Jerome Powell, president of the United States Federal Reserve (FED), stated this March 30, 2026 in a conference at Harvard University that the fiscal problem of the United States does not yet lie in the current size of the debt, but in its trajectory.
“The level of debt is not unsustainable, but the path is,” said when answering a question on the growth of federal debt. And he concluded: “Our federal debt is growing substantially faster than our economy and that ratio is rising; in the long term, that is the definition of unsustainable.”
The following graph shows the United States federal debt, year by year. It is currently at 38.51 trillion dollars, a level that has been reached to finance wars and alleviate various economic crises, among other reasons that result in what is now It could be a structural problem (although Powell downplays it):


On the federal debt, the Congressional Budget Office foresees that between 2026 and 2036, large and growing public deficits will cause an increase in debt: “Federal debt in the hands of the public sector rises from 101% of GDP this year to 120% in 2036, exceeding its previous maximum of 106% of GDP in 1946,” shortly after the end of World War II, says this organization.

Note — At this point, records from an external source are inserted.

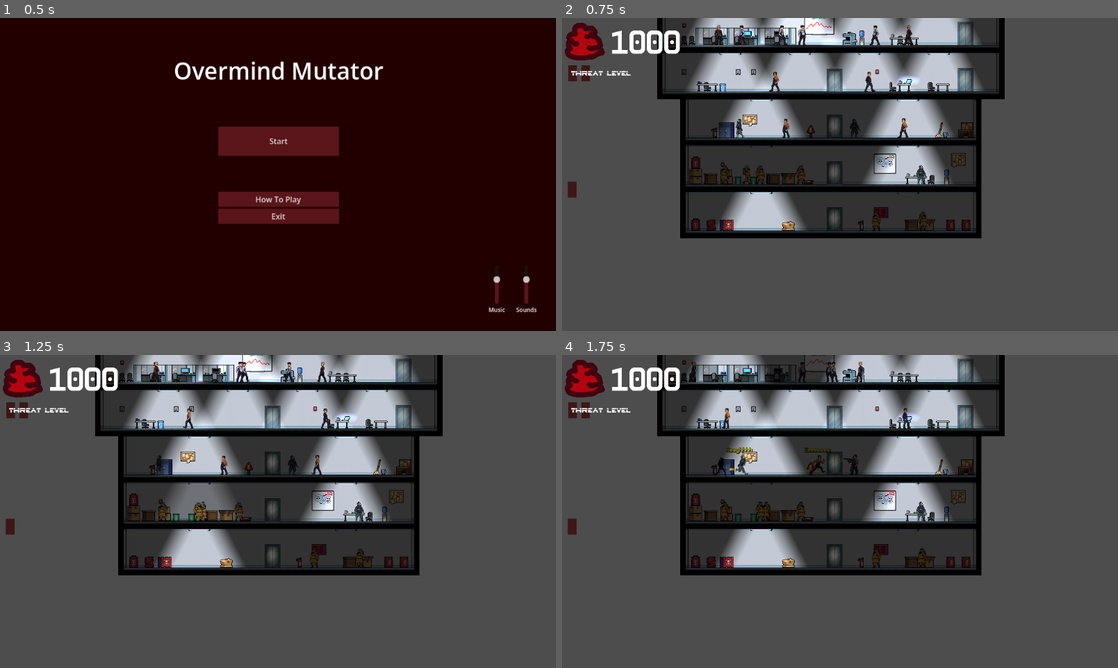
Above: before the commit, frames 1-4 (two rows, left to right).
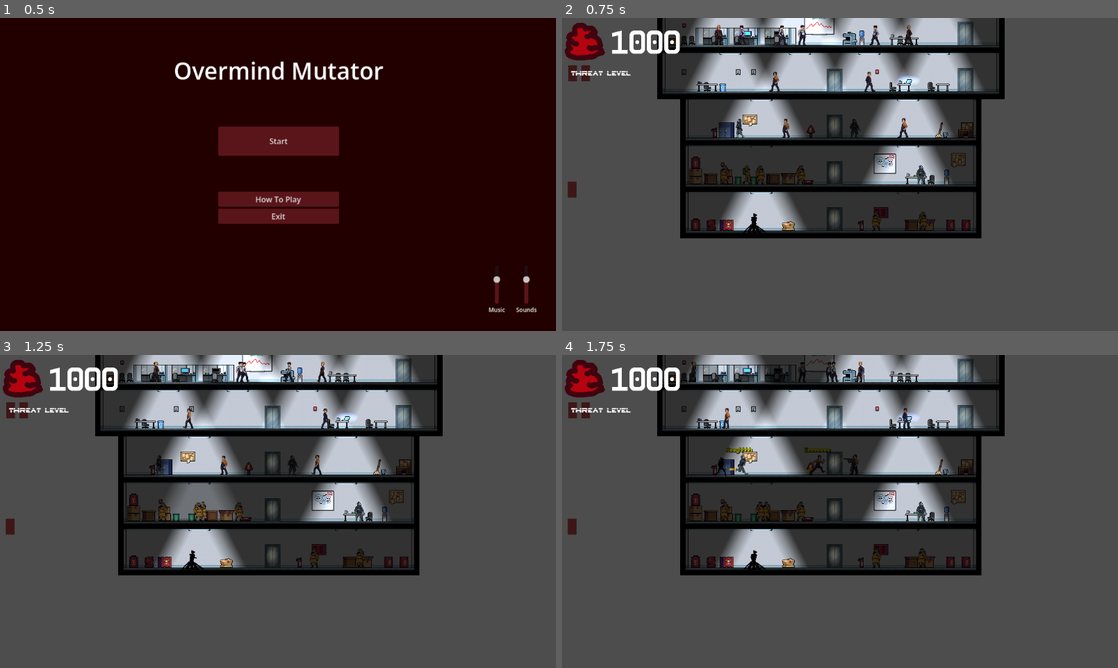
Above: after the commit, the same moments.

Repository: Lambosaurus/wildjam-mutation
Game: Godot game, scene res://ui/start_screen.tscn
Two runs of this game, one before a commit and one after it. Both use one fixed random seed, a clock stepped at 60 frames per second and the inputs below.
Inputs (mouse positions are in pixels of both pictures, inside the frame that each line leads up to):
- Up to frame 1 (0.5 s): no input
- Up to frame 2 (0.75 s): click "Start" at 0.5 s
- Up to frame 3 (1.25 s): no input
- Up to frame 4 (1.75 s): tap Enter at 1.25 s; drag from (584, 411) to (967, 417) at 1.27 s

Frame 1 is identical in both runs. In frame 2, 0.1% of the frame differs, in the area x 32-37%, y 62-69%; in frame 3, 0.1%; in frame 4, 0.1%.

Commit message:
Add initial mutant

Diff:
--- a/creatures/mutant/mutant.gd
+++ b/creatures/mutant/mutant.gd
@@ -20,6 +20,8 @@
 const MELEE_STRIKE = preload('res://entities/strike/strike.tscn')
 const SPLATTER = preload('res://entities/pop/pop.tscn')
 
+@export var initial_mutations: Array[Mutation]
+
 @export_group("BOIDS Controls")
 @export var BOIDS_REPULSION = 1000.0
 @export var BOIDS_ATTRACTION = 1500.0
@@ -38,7 +40,13 @@
 var elevator_attraction: Vector2 = Vector2(0.0, 0.0)
 
 func _ready() -> void:
+
 	update_properties()
+
+	if initial_mutations:
+		for mutation in initial_mutations:
+			mutate(mutation)
+
 
 func update_properties() -> void:
 	$TargetSelector.range = max(mutant_type.chase_range, mutant_type.attack_range)
--- a/main/main.tscn
+++ b/main/main.tscn
@@ -5,6 +5,8 @@
 [ext_resource type="PackedScene" uid="uid://bcckgfd8qlmhm" path="res://creatures/human/human.tscn" id="2_pjrb6"]
 [ext_resource type="PackedScene" uid="uid://byescby3rnuk1" path="res://entities/entity_spawner.tscn" id="3_xwkvk"]
 [ext_resource type="PackedScene" uid="uid://dlom32x0f3tyr" path="res://creatures/mutant/mutant.tscn" id="4_c651c"]
+[ext_resource type="Script" uid="uid://c8shh7tf8tebl" path="res://creatures/mutations/mutation.gd" id="7_oagth"]
+[ext_resource type="Resource" uid="uid://cxftaxj083bso" path="res://creatures/mutations/data/implanted_legs.tres" id="8_n53tw"]
 [ext_resource type="Resource" uid="uid://ch0d03r2qugcc" path="res://creatures/human/types/scientist.tres" id="9_5xyti"]
 [ext_resource type="PackedScene" uid="uid://cl8rxjlclso5g" path="res://building/components/transporter/elevator/elevator.tscn" id="9_bsumw"]
 [ext_resource type="PackedScene" uid="uid://etva80dwgv3l" path="res://ui/main_gui.tscn" id="9_grrlh"]
@@ -19,7 +21,6 @@
 [ext_resource type="Resource" uid="uid://bwissqiav15ti" path="res://creatures/human/types/office_manager.tres" id="13_re7it"]
 [ext_resource type="Texture2D" uid="uid://dkf32vbobi1wy" path="res://building/components/lighting/trapezoid-mask.png" id="14_73k8k"]
 [ext_resource type="Texture2D" uid="uid://y88epottr0vf" path="res://building/components/lighting/radial-mask.png" id="15_5xyti"]
-[ext_resource type="Resource" uid="uid://irdrkl0ue4od" path="res://creatures/human/types/security_guard.tres" id="15_n53tw"]
 [ext_resource type="Resource" uid="uid://irdrkl0ue4od" path="res://creatures/human/types/security_officer.tres" id="15_re7it"]
 [ext_resource type="Resource" uid="uid://droqwktc0jqvp" path="res://creatures/human/types/security_enforcer.tres" id="16_d00gp"]
 [ext_resource type="Resource" uid="uid://cirk3igetj714" path="res://creatures/human/types/boss.tres" id="17_d8vpj"]
@@ -96,6 +97,10 @@
 
 [node name="PixelFloorStop5" parent="Transporters/Elevator4" unique_id=316634137 instance=ExtResource("10_bsumw")]
 position = Vector2(-1320, 126)
+
+[node name="Mutant" parent="." unique_id=88951864 instance=ExtResource("4_c651c")]
+position = Vector2(399, 764)
+initial_mutations = Array[ExtResource("7_oagth")]([ExtResource("8_n53tw")])
 
 [node name="Spawners" type="Node" parent="." unique_id=699582945]
 
@@ -264,19 +269,19 @@
 
 [node name="SecurityGuard1" parent="Humans" unique_id=169823721 instance=ExtResource("2_pjrb6")]
 position = Vector2(798, 191)
-human_type = ExtResource("15_n53tw")
+human_type = ExtResource("15_re7it")
 
 [node name="SecurityGuard2" parent="Humans" unique_id=1162931582 instance=ExtResource("2_pjrb6")]
 position = Vector2(400, 94)
-human_type = ExtResource("15_n53tw")
+human_type = ExtResource("15_re7it")
 
 [node name="SecurityGuard3" parent="Humans" unique_id=957899927 instance=ExtResource("2_pjrb6")]
 position = Vector2(514, -4)
-human_type = ExtResource("15_n53tw")
+human_type = ExtResource("15_re7it")
 
 [node name="SecurityGuard4" parent="Humans" unique_id=1567028176 instance=ExtResource("2_pjrb6")]
 position = Vector2(353, -2)
-human_type = ExtResource("15_n53tw")
+human_type = ExtResource("15_re7it")
 
 [node name="SecurityOfficer" parent="Humans" unique_id=1797211939 instance=ExtResource("2_pjrb6")]
 position = Vector2(345, 94)

The statement was one of the most forceful messages of a talk in which Powell also spoke about inflation, interest rates, the crisis in the Middle East, financial regulation, employment and artificial intelligence.
Regarding the debt, he left a clear warning: «It is important that we return to a primary balance; “It won’t end well if we don’t do something soon.” However, he stressed that this is not a matter for the body he presides to resolve: “This is not the work of the FED, of course, and I limit myself to these high-level points.”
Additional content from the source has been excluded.